Polemik anggaran pengadaan perangkat teknologi di Badan Gizi Nasional (BGN) menjadi sorotan karena adanya temuan pembelian besar-besaran laptop dan tablet dengan nilai fantastis, meskipun awalnya Menteri Keuangan menolak pengajuan anggaran pembelian komputer pada tahun 2025. Menurut Direktur Eksekutif Center for Budget Analysis (CBA), Uchok Sky Khadafi, penolakan tersebut tidak konsisten dan diduga dilakukan dengan mengubah istilah komputer menjadi tablet atau laptop. Sorotan juga ditujukan kepada Kepala BGN, Dadan Hindayana, yang terus melakukan belanja perangkat dalam jumlah besar tanpa memperhatikan kebijakan Kementerian Keuangan.

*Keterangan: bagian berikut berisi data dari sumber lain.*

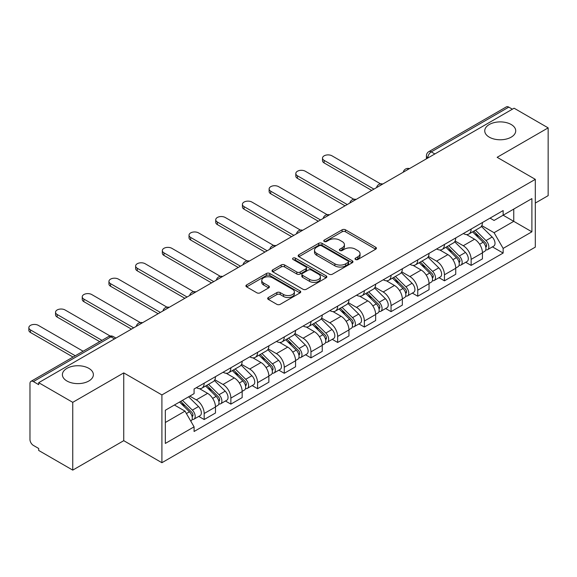 <?xml version="1.0" encoding="UTF-8"?>
<svg xmlns="http://www.w3.org/2000/svg" width="577" height="577" viewBox="0 0 577 577"><rect width="100%" height="100%" fill="white"/><g stroke="black" fill="none" stroke-linecap="round" stroke-linejoin="round"><path stroke-width="0.87" d="M355.504 259.499A1.666 0.959 0 0 0 357.855 259.499L375.706 249.199A2.373 1.37 0 0 0 376.399 248.225A2.373 1.37 0 0 0 375.706 247.259L345.472 229.805A2.373 1.37 0 0 0 342.111 229.805L324.26 240.104A1.666 0.959 0 0 0 323.776 240.782A1.666 0.959 0 0 0 324.26 241.46A1.666 0.959 0 0 0 326.611 241.46L328.926 240.133A7.602 4.392 0 0 1 339.673 240.133L342.19 241.583A7.602 4.392 0 0 1 344.419 244.691A7.602 4.392 0 0 1 342.19 247.793L339.882 249.127A1.666 0.959 0 0 0 339.399 249.805A1.666 0.959 0 0 0 339.882 250.483A1.666 0.959 0 0 0 342.233 250.483L344.548 249.149A7.602 4.392 0 0 1 355.295 249.149L357.812 250.606A7.602 4.392 0 0 1 360.041 253.707A7.602 4.392 0 0 1 357.812 256.808L355.504 258.143A1.666 0.959 0 0 0 355.021 258.821A1.666 0.959 0 0 0 355.504 259.499L355.504 258.143M88.836 368.35A15.492 8.944 0 0 0 71.959 366.417A15.492 8.944 0 0 0 62.395 374.675A15.492 8.944 0 0 0 66.932 381A15.492 8.944 0 0 0 83.809 382.94A15.492 8.944 0 0 0 93.373 374.675A15.492 8.944 0 0 0 88.836 368.35M511.186 124.509A15.492 8.944 0 0 0 494.309 122.569A15.492 8.944 0 0 0 484.745 130.835A15.492 8.944 0 0 0 489.282 137.16A15.492 8.944 0 0 0 506.159 139.093A15.492 8.944 0 0 0 515.723 130.835A15.492 8.944 0 0 0 511.186 124.509M268.37 297.494A2.373 1.37 0 0 0 267.67 298.46A2.373 1.37 0 0 0 268.37 299.434L276.852 304.331A2.373 1.37 0 0 0 280.213 304.331L300.033 292.885A2.373 1.37 0 0 0 300.725 291.919A2.373 1.37 0 0 0 300.033 290.945L269.798 273.491A2.373 1.37 0 0 0 266.437 273.491L246.617 284.937A2.373 1.37 0 0 0 245.917 285.903A2.373 1.37 0 0 0 246.617 286.877L256.859 292.791A2.373 1.37 0 0 0 260.22 292.791L268.702 287.894A2.373 1.37 0 0 0 269.401 286.92A2.373 1.37 0 0 0 268.702 285.954L263.624 283.018A6.354 3.671 0 0 1 261.763 280.422A6.354 3.671 0 0 1 265.687 277.032A6.354 3.671 0 0 1 272.611 277.833L292.517 289.322A6.354 3.671 0 0 1 294.378 291.919A6.354 3.671 0 0 1 290.455 295.309A6.354 3.671 0 0 1 283.531 294.508L280.213 292.597A2.373 1.37 0 0 0 276.852 292.597L268.37 297.494L268.37 299.434M161.906 394.928L123.745 372.893L72.752 402.342L38.695 382.681L514.093 108.209L548.15 127.87L497.15 157.312L535.312 179.346L161.906 394.928L161.906 462.711L535.312 247.122L535.312 179.346M329.092 274.169A2.373 1.37 0 0 0 332.453 274.169L352.273 262.73A2.373 1.37 0 0 0 352.965 261.756A2.373 1.37 0 0 0 352.273 260.79L322.038 243.328A2.373 1.37 0 0 0 318.677 243.328L298.857 254.774A2.373 1.37 0 0 0 298.158 255.741A2.373 1.37 0 0 0 298.857 256.715L329.092 274.169M293.722 259.859A1.666 0.959 0 0 1 295.41 260.097L295.41 258.121L326.149 275.864A2.373 1.37 0 0 1 326.849 276.837A2.373 1.37 0 0 1 326.149 277.804L306.329 289.25A2.373 1.37 0 0 1 302.968 289.25L272.733 271.796L272.733 269.856A2.373 1.37 0 0 0 272.041 270.822A2.373 1.37 0 0 0 272.733 271.796M272.733 269.856L281.215 264.958A2.373 1.37 0 0 1 284.576 264.958L296.838 272.034A2.373 1.37 0 0 0 300.199 272.034L305.824 268.788A2.373 1.37 0 0 0 306.524 267.815A2.373 1.37 0 0 0 305.824 266.848L293.058 259.477A1.666 0.959 0 0 1 292.575 258.799A1.666 0.959 0 0 1 293.599 257.912A1.666 0.959 0 0 1 295.41 258.121M72.752 402.342L72.752 470.118L38.695 450.457L38.695 448.48L33.387 445.415A4.84 2.791 -120 0 1 29.968 439.486L29.968 383.568A4.84 2.791 -120 0 1 30.97 381.354L108.49 336.593A4.84 2.791 60 0 1 110.914 336.831L33.387 381.592A4.84 2.791 -120 0 0 30.97 381.354M535.312 203.061L548.15 195.646L548.15 127.87M72.752 470.118L123.745 440.677L161.906 462.711M38.695 382.681L38.695 384.657L33.387 381.592M434.863 153.951L431.271 151.881A4.84 2.791 60 0 0 428.848 151.636L506.368 106.882A4.84 2.791 60 0 1 508.791 107.12L431.271 151.881A4.84 2.791 120 0 0 427.846 157.809L427.846 158.004M512.383 109.197L508.791 107.12M471.142 229.04A11.136 6.426 60 0 1 468.834 234.038L480.129 227.518A11.136 6.426 -120 0 0 482.437 222.52M455.109 241.027L463.266 245.737A11.136 6.426 60 0 1 471.142 259.376L482.437 252.856A11.136 6.426 -120 0 0 474.561 239.217L466.483 234.55M482.437 252.856L482.437 258.878L471.142 265.398L465.726 262.275M468.834 234.038A11.136 6.426 60 0 1 463.353 233.541M471.142 259.376L471.142 265.398M444.441 244.453A11.136 6.426 60 0 1 442.141 249.452L453.435 242.931A11.136 6.426 -120 0 0 455.736 237.933M439.032 277.688L444.441 280.811L455.736 274.291L455.736 268.269A11.136 6.426 -120 0 0 447.867 254.63L439.782 249.964M442.141 249.452A11.136 6.426 60 0 1 436.659 248.954M428.415 256.44L436.573 261.15A11.136 6.426 60 0 1 444.441 274.789L444.441 280.811M417.748 259.866A11.136 6.426 60 0 1 415.44 264.865L426.735 258.345A11.136 6.426 -120 0 0 429.043 253.346M412.331 293.102L417.748 296.225L429.043 289.704L429.043 283.682A11.136 6.426 -120 0 0 421.174 270.043L413.089 265.377M415.44 264.865A11.136 6.426 60 0 1 409.966 264.367M401.722 271.854L409.879 276.563A11.136 6.426 60 0 1 417.748 290.202L417.748 296.225M391.055 275.279A11.136 6.426 60 0 1 388.747 280.278L400.041 273.758A11.136 6.426 -120 0 0 402.349 268.759M385.638 308.515L391.055 311.638L402.349 305.118L402.349 299.095A11.136 6.426 -120 0 0 394.473 285.456L386.388 280.79M388.747 280.278A11.136 6.426 60 0 1 383.265 279.78M375.021 287.267L383.178 291.976A11.136 6.426 60 0 1 391.055 305.615L391.055 311.638M364.354 290.693A11.136 6.426 60 0 1 362.053 295.691L373.348 289.171A11.136 6.426 -120 0 0 375.649 284.172M358.937 323.928L364.354 327.051L375.649 320.531L375.649 314.508A11.136 6.426 -120 0 0 367.78 300.869L359.695 296.203M362.053 295.691A11.136 6.426 60 0 1 356.572 295.193M348.328 302.68L356.485 307.39A11.136 6.426 60 0 1 364.354 321.028L364.354 327.051M337.66 306.106A11.136 6.426 60 0 1 335.352 311.104L346.647 304.584A11.136 6.426 -120 0 0 348.955 299.586M332.244 339.341L337.66 342.464L348.955 335.944L348.955 329.921A11.136 6.426 -120 0 0 341.079 316.283L333.001 311.616M335.352 311.104A11.136 6.426 60 0 1 329.871 310.599M321.627 318.093L329.784 322.803A11.136 6.426 60 0 1 337.66 336.441L337.66 342.464M310.96 321.519A11.136 6.426 60 0 1 308.659 326.517L319.954 319.997A11.136 6.426 -120 0 0 322.255 314.999M305.55 354.754L310.96 357.877L322.255 351.357L322.255 345.334A11.136 6.426 -120 0 0 314.386 331.696L306.3 327.029M308.659 326.517A11.136 6.426 60 0 1 303.177 326.012M294.934 333.506L303.091 338.216A11.136 6.426 60 0 1 310.96 351.855L310.96 357.877M284.266 336.932A11.136 6.426 60 0 1 281.958 341.93L293.253 335.41A11.136 6.426 -120 0 0 295.561 330.412M278.85 370.167L284.266 373.29L295.561 366.77L295.561 360.748A11.136 6.426 -120 0 0 287.692 347.109L279.607 342.442M281.958 341.93A11.136 6.426 60 0 1 276.484 341.425M268.24 348.919L276.397 353.629A11.136 6.426 60 0 1 284.266 367.268L284.266 373.29M257.573 352.345A11.136 6.426 60 0 1 255.265 357.343L266.56 350.823A11.136 6.426 -120 0 0 268.868 345.825M252.156 385.58L257.573 388.703L268.868 382.183L268.868 376.161A11.136 6.426 -120 0 0 260.992 362.522L252.906 357.855M255.265 357.343A11.136 6.426 60 0 1 249.783 356.838M241.539 364.332L249.697 369.042A11.136 6.426 60 0 1 257.573 382.681L257.573 388.703M230.872 367.758A11.136 6.426 60 0 1 228.571 372.756L239.866 366.236A11.136 6.426 -120 0 0 242.167 361.238M225.456 400.993L230.872 404.116L242.167 397.596L242.167 391.574A11.136 6.426 -120 0 0 234.298 377.935L226.213 373.269M228.571 372.756A11.136 6.426 60 0 1 223.09 372.252M214.846 379.745L223.003 384.455A11.136 6.426 60 0 1 230.872 398.094L230.872 404.116M204.179 383.171A11.136 6.426 60 0 1 201.871 388.17L213.165 381.649A11.136 6.426 -120 0 0 215.473 376.651M198.762 416.406L204.179 419.529L215.473 413.009L215.473 406.987A11.136 6.426 -120 0 0 207.597 393.348L199.519 388.682M201.871 388.17A11.136 6.426 60 0 1 196.389 387.665M189.804 396.118L196.303 399.868A11.136 6.426 60 0 1 204.179 413.507L204.179 419.529M490.053 218.128L494.071 220.45L531.893 198.611L513.754 209.083L513.754 221.337L494.071 232.697L481.809 225.614M165.332 422.494L185.008 411.134L194.081 426.843L165.332 443.439L165.332 410.247L194.081 393.644L194.081 388.999L503.144 210.569L503.144 215.214L531.893 231.81L503.144 248.406L494.071 232.697M531.893 198.611L531.893 231.81M194.081 426.843L194.081 431.488L503.144 253.051L503.144 248.406M123.745 372.893L123.745 440.677M185.008 411.134L174.398 405.011M492.419 246.862L503.144 253.051M356.168 259.737L357.812 258.784A7.602 4.392 0 0 0 360.041 255.683L360.041 253.707M344.419 244.691L344.419 246.667A7.602 4.392 0 0 1 342.19 249.769L340.545 250.714M375.67 249.214L345.472 231.781A2.373 1.37 0 0 0 342.111 231.781L324.923 241.698M352.237 262.744L322.038 245.304A2.373 1.37 0 0 0 318.677 245.304L298.886 256.729M348.075 262.434A1.666 0.959 0 0 0 348.558 261.756A1.666 0.959 0 0 0 348.075 261.078L321.533 245.752A1.666 0.959 0 0 0 319.182 245.752L316.744 247.158A7.602 4.392 0 0 0 314.515 250.267A7.602 4.392 0 0 0 316.744 253.368L334.884 263.84A7.602 4.392 0 0 0 345.637 263.84L348.075 262.434L348.075 264.41A1.666 0.959 0 0 0 348.558 263.732L348.558 261.756M314.515 250.267L314.515 252.243A7.602 4.392 0 0 0 316.744 255.344L316.744 253.368M348.075 264.41L345.637 265.817A7.602 4.392 0 0 1 334.884 265.817L316.744 255.344M272.77 271.81L281.215 266.935L281.215 264.958M306.524 267.815L306.524 269.791A2.373 1.37 0 0 1 305.824 270.764L300.199 274.01A2.373 1.37 0 0 1 296.838 274.01L284.576 266.935A2.373 1.37 0 0 0 281.215 266.935M295.41 260.097L326.12 277.825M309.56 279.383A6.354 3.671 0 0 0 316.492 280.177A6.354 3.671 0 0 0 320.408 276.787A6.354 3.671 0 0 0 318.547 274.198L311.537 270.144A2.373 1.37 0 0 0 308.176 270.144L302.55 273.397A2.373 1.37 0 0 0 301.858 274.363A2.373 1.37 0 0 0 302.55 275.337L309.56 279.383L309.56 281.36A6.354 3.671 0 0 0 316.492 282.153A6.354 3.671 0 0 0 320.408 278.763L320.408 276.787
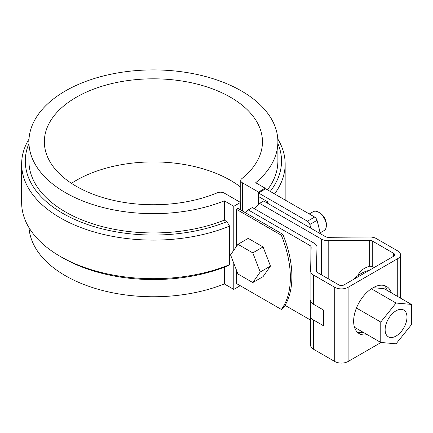<?xml version="1.0" encoding="UTF-8"?>
<svg xmlns="http://www.w3.org/2000/svg" width="433" height="433" viewBox="0 0 433 433"><rect width="100%" height="100%" fill="white"/><g stroke="black" fill="none" stroke-linecap="round" stroke-linejoin="round"><path stroke-width="0.65" d="M236.375 269.932L236.375 283.474L281.326 309.427A87.244 50.369 60 0 0 281.326 235.222L236.375 209.274L236.375 246.556M236.375 209.274L237.917 208.381L282.868 234.334L281.326 235.222M282.868 234.334A87.244 50.369 60 0 1 282.868 308.534L281.326 309.427M258.479 204.311L258.479 192.057L265.164 188.198L255.703 182.737A124.482 71.873 0 0 0 277.889 141.78A124.482 71.873 0 0 0 153.406 69.908A124.482 71.873 0 0 0 28.919 141.78A124.482 71.873 0 0 0 95.671 205.453A124.482 71.873 0 0 0 224.343 200.842L233.804 206.303L240.488 202.444L224.348 193.129A5.45 3.15 180 0 0 217.301 192.804A109.051 62.964 180 0 1 103.785 197.849A109.051 62.964 180 0 1 44.35 141.78A109.051 62.964 180 0 1 153.406 78.817A109.051 62.964 180 0 1 262.458 141.78A109.051 62.964 180 0 1 241.782 178.672A5.45 3.15 180 0 0 240.748 180.512L240.748 210.016M265.164 188.198L265.164 189.091M261.05 202.514L261.05 197.995M29 139.231A54.526 31.479 0 0 0 27.322 141.964A131.756 76.067 0 0 0 21.65 164.042A131.756 76.067 0 0 0 92.884 231.606A131.756 76.067 0 0 0 229.56 226.113L226.952 221.642L224.343 220.132L224.343 200.842M277.889 141.78L277.889 161.071A124.482 71.873 180 0 1 267.486 189.838M29.016 227.704A124.482 71.873 0 0 0 97.847 289.201A124.482 71.873 0 0 0 224.343 283.945L224.343 267.188M28.919 141.78L28.919 161.071A124.482 71.873 0 0 0 95.671 224.749A124.482 71.873 0 0 0 224.343 220.132M71.472 183.332A109.051 62.964 180 0 1 240.748 187.186M224.343 283.945L233.804 289.412L233.804 263.307M233.804 250.214L233.804 206.303M21.65 164.042L21.65 202.628A131.756 76.067 0 0 0 60.241 256.412A131.756 76.067 0 0 0 229.56 264.698L229.56 226.113M229.56 264.698L226.952 266.16A128.119 73.967 0 0 1 62.807 257.895L60.241 256.412M277.791 138.961A131.756 76.067 180 0 1 285.158 164.042A131.756 76.067 180 0 1 274.565 193.924M28.919 143.577A128.119 73.967 0 0 0 81.16 222.161A128.119 73.967 0 0 0 226.952 221.642M233.804 289.412L240.228 285.699M242.345 210.936L242.345 182.742A5.45 3.15 180 0 1 240.748 180.512M242.345 182.742L258.479 192.057M277.889 143.577A128.119 73.967 180 0 1 270.241 191.424M240.488 202.444L240.488 209.864M400.493 298.131L400.493 254.788A9.45 5.456 180 0 0 397.727 250.934L376.38 238.61A9.45 5.456 180 0 0 369.582 237.008L328.122 237.306A3.637 2.1 180 0 1 325.508 236.694L263.681 200.993L259.567 203.369L321.394 239.065A9.45 5.456 180 0 0 328.198 240.661L369.652 240.369L369.652 266.187C363.222 268.244 359.336 271.372 357.999 275.572M316.967 247.146A9.45 5.456 0 0 0 316.967 247.081L316.967 272.184L316.967 247.146L316.453 271.08A3.637 2.1 180 0 0 316.453 271.107A3.637 2.1 180 0 0 317.519 272.59L338.866 284.914A3.637 2.1 180 0 0 344.008 284.914L393.613 256.276A3.637 2.1 0 0 0 394.68 254.788A3.637 2.1 0 0 0 393.613 253.305L372.266 240.981A3.637 2.1 0 0 0 369.652 240.369M316.967 247.081A9.45 5.456 0 0 0 314.201 243.222L252.369 207.526L248.255 209.897L310.088 245.598A3.637 2.1 0 0 1 311.148 247.081A3.637 2.1 0 0 1 311.148 247.108L310.64 271.042A9.45 5.456 0 0 0 310.64 271.107A9.45 5.456 0 0 0 313.405 274.966L334.752 287.29A9.45 5.456 0 0 0 348.116 287.29L348.116 361.49A9.45 5.456 0 0 1 334.752 361.49L313.405 349.171A9.45 5.456 0 0 1 310.64 345.312L310.753 301.33M400.493 254.788A9.45 5.456 180 0 1 397.727 258.647L348.116 287.29M245.365 212.684A71.288 41.157 60 0 1 248.255 209.897M310.64 320.209A3.637 2.1 0 0 0 310.088 319.798L285.033 305.335M310.64 300.626C310.64 301.812 311.56 303.003 313.405 304.204L323.44 309.996L323.44 325.724L313.405 319.933C311.565 318.921 310.645 317.497 310.64 315.657M259.567 203.369A71.288 41.157 -120 0 0 254.599 208.809M372.266 240.981L372.266 266.398L374.177 267.497M372.266 266.398L369.652 266.187M357.393 332.225A27.263 15.74 120 0 0 363.098 332.257M387.221 290.473A27.263 15.74 120 0 0 384.342 285.542M391.335 292.843A27.263 15.74 120 0 0 386.555 286.462A27.263 15.74 120 0 0 365.544 293.763A27.263 15.74 120 0 0 353.642 321.199A27.263 15.74 120 0 0 359.293 333.681A27.263 15.74 120 0 0 367.211 334.628M381.051 342.476L348.116 361.49M310.64 315.825L310.64 345.242A9.45 5.456 0 0 0 310.64 345.312M380.764 342.454L396.054 343.818L411.35 324.793L411.35 304.399L396.054 303.035L380.764 322.06L380.764 342.454L354.508 327.294M380.764 322.06L356.446 308.02M411.35 304.399L384.103 288.67L373.132 287.691M369.122 270.414A36.35 20.99 120 0 0 353.074 279.68M385.132 329.735A15.447 8.92 -60 0 1 391.876 314.185A15.447 8.92 -60 0 1 403.778 310.05A15.447 8.92 -60 0 1 403.783 327.884A15.447 8.92 -60 0 1 388.331 336.804A15.447 8.92 -60 0 1 385.132 329.735M396.054 303.035L371.368 288.779M320.068 232.905L324.079 230.589A10.906 6.295 -120 0 0 326.341 225.598A10.906 6.295 -120 0 0 318.628 212.24A10.906 6.295 -120 0 0 313.178 211.699L309.265 213.956M252.791 282.565L263.075 276.627L270.495 266.073L263.075 246.945L248.233 238.377L237.95 244.315L230.529 254.869L237.95 273.997L252.791 282.565L260.211 272.005L270.495 266.073M326.341 225.598L326.341 224.11A9.088 5.245 -120 0 0 319.911 212.982L318.628 212.24M260.211 272.005L252.791 252.883L237.95 244.315M252.791 252.883L263.075 246.945M310.829 228.218A132.319 76.392 60 0 0 309.828 224.494A3.637 2.1 60 0 0 307.43 221.209L258.479 192.95L265.678 188.793L314.629 217.052A3.637 2.1 60 0 1 317.026 220.343A132.319 76.392 60 0 1 320.22 233.636M258.479 192.95L258.479 196.512L267.475 201.702L267.475 203.185M27.322 141.964L28.93 140.871M397.727 258.647L397.727 296.535M310.088 319.798L310.088 245.598M313.405 274.966L313.405 304.204M313.405 319.933L313.405 349.171M334.752 287.29L334.752 361.49M328.198 278.755L328.198 240.661M321.394 274.831L321.394 239.065M393.613 253.305L393.613 256.276M309.828 224.494L317.026 220.343M307.43 221.209L314.629 217.052M285.158 164.042L285.158 200.041"/></g></svg>

Catatan CBA menunjukkan bahwa BGN menggelontorkan anggaran besar untuk pengadaan perangkat, seperti laptop untuk 32.000 orang senilai Rp544 miliar, tablet untuk 30.000 orang senilai Rp510,1 miliar, tambahan laptop senilai Rp120 miliar, dan pembelian unit laptop oleh kantor pusat senilai Rp10,8 miliar. Uchok Khadafi menilai angka-angka tersebut mencurigakan dan berpotensi merugikan negara hingga Rp1,1 triliun, serta menegaskan bahwa jika pengadaan tidak sesuai dengan Dokumen Pelaksanaan Anggaran (DIPA) yang ditetapkan Menteri Keuangan, BGN bisa melanggar Undang-Undang Nomor 17 Tahun 2003 dan Undang-Undang Nomor 1 Tahun 2004.

Kasus ini mendorong desakan agar pemerintah memberikan penjelasan transparan mengenai detail pengadaan di BGN, termasuk spesifikasi barang, mekanisme pengadaan, dan alasan perubahan nomenklatur anggaran. Publik menantikan klarifikasi resmi dari Kementerian Keuangan dan BGN untuk menjawab dugaan skandal anggaran yang berpotensi besar tersebut.